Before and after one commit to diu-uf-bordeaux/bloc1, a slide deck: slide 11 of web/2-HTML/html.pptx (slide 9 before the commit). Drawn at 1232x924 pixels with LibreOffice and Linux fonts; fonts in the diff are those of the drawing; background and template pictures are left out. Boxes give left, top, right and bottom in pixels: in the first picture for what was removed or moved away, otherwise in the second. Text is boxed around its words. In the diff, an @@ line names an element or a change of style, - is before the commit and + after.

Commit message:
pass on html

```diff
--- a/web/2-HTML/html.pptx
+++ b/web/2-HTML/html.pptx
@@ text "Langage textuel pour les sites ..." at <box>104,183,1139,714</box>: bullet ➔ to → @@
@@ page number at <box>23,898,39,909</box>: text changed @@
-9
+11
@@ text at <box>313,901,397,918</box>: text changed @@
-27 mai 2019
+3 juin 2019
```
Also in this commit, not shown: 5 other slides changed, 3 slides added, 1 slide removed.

########################################

◆ **WHAT YOU NEED TO DO**
Search the entries above for the string "slide". Copy each line in which it appears.

◆ **ANSWER TO THIS TASK**
Before and after one commit to diu-uf-bordeaux/bloc1, a slide deck: slide 11 of web/2-HTML/html.pptx (slide 9 before the commit). Drawn at 1232x924 pixels with LibreOffice and Linux fonts; fonts in the diff are those of the drawing; background and template pictures are left out. Boxes give left, top, right and bottom in pixels: in the first picture for what was removed or moved away, otherwise in the second. Text is boxed around its words. In the diff, an @@ line names an element or a change of style, - is before the commit and + after.
Also in this commit, not shown: 5 other slides changed, 3 slides added, 1 slide removed.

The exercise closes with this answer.